Gumdrop Solids

Published by patrick honner on

gumdrop solidsThis is a nice little video demonstrating how to use gumdrops and toothpicks to create Platonic Solids.

http://www.youtube.com/v/5QgIJOy7T7Y

A Platonic Solid is basically the 3-dimensional version of a regular polygon.  A regular polygon is a 2-dimensional figure whose sides and angles are all congruent.  A Platonic Solid is a 3-dimensional figure whose faces are all congruent, and the faces are put together at every vertex in the same way.

The most common example is the cube:  it has six identical faces (squares), and each vertex is formed by putting three squares together at right angles to each other.

Quite remarkably, there are only five Platonic Solids:  the tetrahedron, the cube, the octahedron, the icosahedron, and the dodecahedron.  There are many other solids with interesting properties, but only five that satisfy the above conditions.

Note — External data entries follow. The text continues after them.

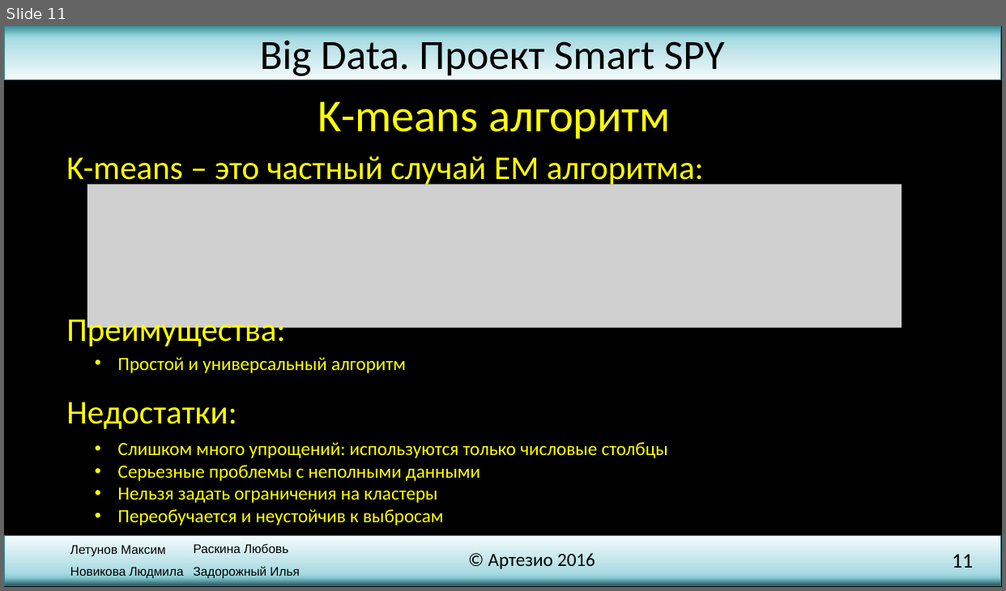
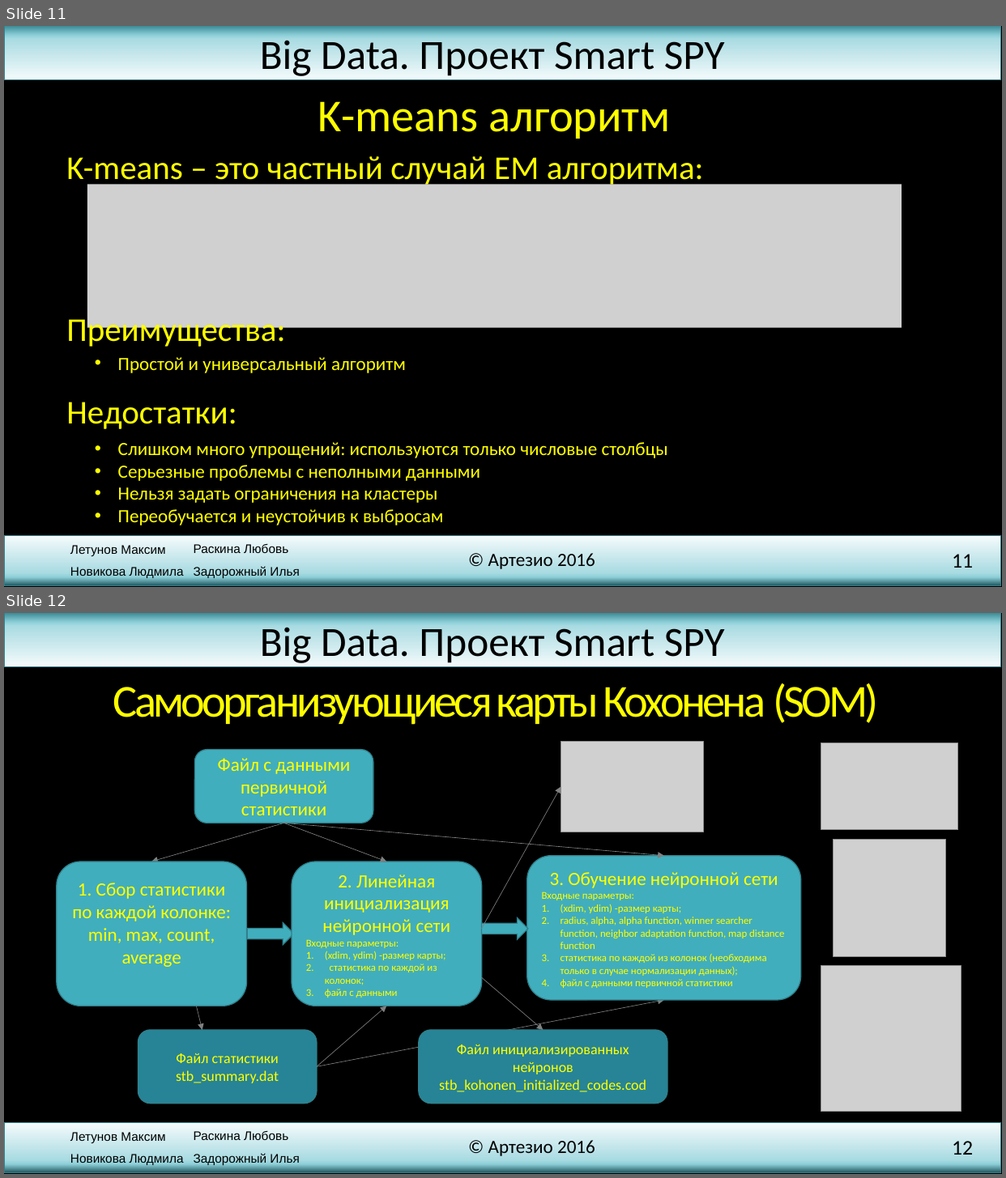
Before and after one commit to SmallDev/TestSmart, a slide deck: presentation.pptx. Shown one above the other, each under a label of ours: slide 11 before the commit, slides 11 and 12 after it. The pictures are 1006x591 and 1006x1178 pixels, drawn with LibreOffice and Linux fonts; fonts in the diff are those of the drawing; grey boxes stand for pictures; background and template pictures are left out. Boxes give left, top, right and bottom in pixels: in the first picture for what was removed or moved away, otherwise in the second. Text is boxed around its words. In the diff, an @@ line names an element or a change of style, - is before the commit and + after.

```diff
--- a/presentation.pptx
+++ b/presentation.pptx
@@ slide 12 added at (4,613,1002,1174), background picture (left out); not listed: 7 template elements that a slide beside it also shows @@
@@ title added at (113,683,878,725), 44 pt, text #FFFF00 @@
+Самоорганизующиеся карты Кохонена (SOM)
@@ rounded rectangle added at (195,750,374,824), fill #41AEBD, outline #30818C 1 pt, 18 pt, text #FFFF00 @@
+Файл с данными первичной статистики
@@ picture added at (561,742,703,832) @@
@@ picture added at (821,743,958,830) @@
@@ line added from (283, 764) to (284, 766), #41AEBD 0.5 pt @@
@@ arrow added from (482, 929) to (561, 786), #808080 0.5 pt @@
@@ arrow added from (284, 824) to (151, 862), #808080 0.5 pt @@
@@ arrow added from (284, 824) to (386, 862), #808080 0.5 pt @@
@@ arrow added from (284, 824) to (664, 855), #808080 0.5 pt @@
@@ rounded rectangle added at (527,855,801,1000), fill #41AEBD, outline #30818C 1 pt, 10 pt, text #FFFF00 @@
+3. Обучение нейронной сети
+Входные параметры:
+1. (xdim, ydim) -размер карты;
+2. radius, alpha, alpha function, winner searcher function, neighbor adaptation function, map distance function
+3. статистика по каждой из колонок (необходима только в случае нормализации данных);
+4. файл с данными первичной статистики
@@ picture added at (833,839,946,956) @@
@@ rounded rectangle added at (57,862,246,1006), fill #41AEBD, outline #30818C 1 pt, 18 pt, text #FFFF00 @@
+1. Сбор статистики по каждой колонке:
+min, max, count, average
@@ rounded rectangle added at (292,862,482,1006), fill #41AEBD, outline #30818C 1 pt, 10 pt, text #FFFF00 @@
+2. Линейная инициализация нейронной сети
+Входные параметры:
+1. (xdim, ydim) -размер карты;
+2. статистика по каждой из колонок;
+3. файл с данными
@@ right arrow added at (247,923,294,944), fill #41AEBD, outline #30818C 1 pt @@
@@ right arrow added at (482,918,528,939), fill #41AEBD, outline #30818C 1 pt @@
@@ picture added at (821,966,961,1112) @@
@@ arrow added from (317, 1067) to (664, 1000), #808080 0.5 pt @@
@@ arrow added from (482, 977) to (543, 1030), #808080 0.5 pt @@
@@ arrow added from (197, 1006) to (202, 1030), #808080 0.5 pt @@
@@ arrow added from (317, 1067) to (386, 1006), #808080 0.5 pt @@
@@ rounded rectangle added at (138,1030,317,1103), fill #268496, outline #30818C 1 pt, 14 pt, text #FFFF00 @@
+Файл статистики stb_summary.dat
@@ rounded rectangle added at (419,1030,667,1103), fill #268496, outline #30818C 1 pt, 14 pt, text #FFFF00 @@
+Файл инициализированных нейронов stb_kohonen_initialized_codes.cod
```
Also in this commit, not shown: 3 other slides added.

Our video-maker wasn’t ambitious enough to construct a dodecahedron.  Or maybe she just didn’t have enough gumdrops.


patrick honner

Math teacher in Brooklyn, New York

2 Comments

Ahmed Gouda · November 13, 2010 at 11:03 am

Looks delicious. I could imagine making this, walking out the room, then coming back to finding nothing but toothpicks.

Alan · November 13, 2010 at 6:53 pm

I wonder what platonic solid could be created that is composed out of the combination of the four platonic solids provided in the image of the above article.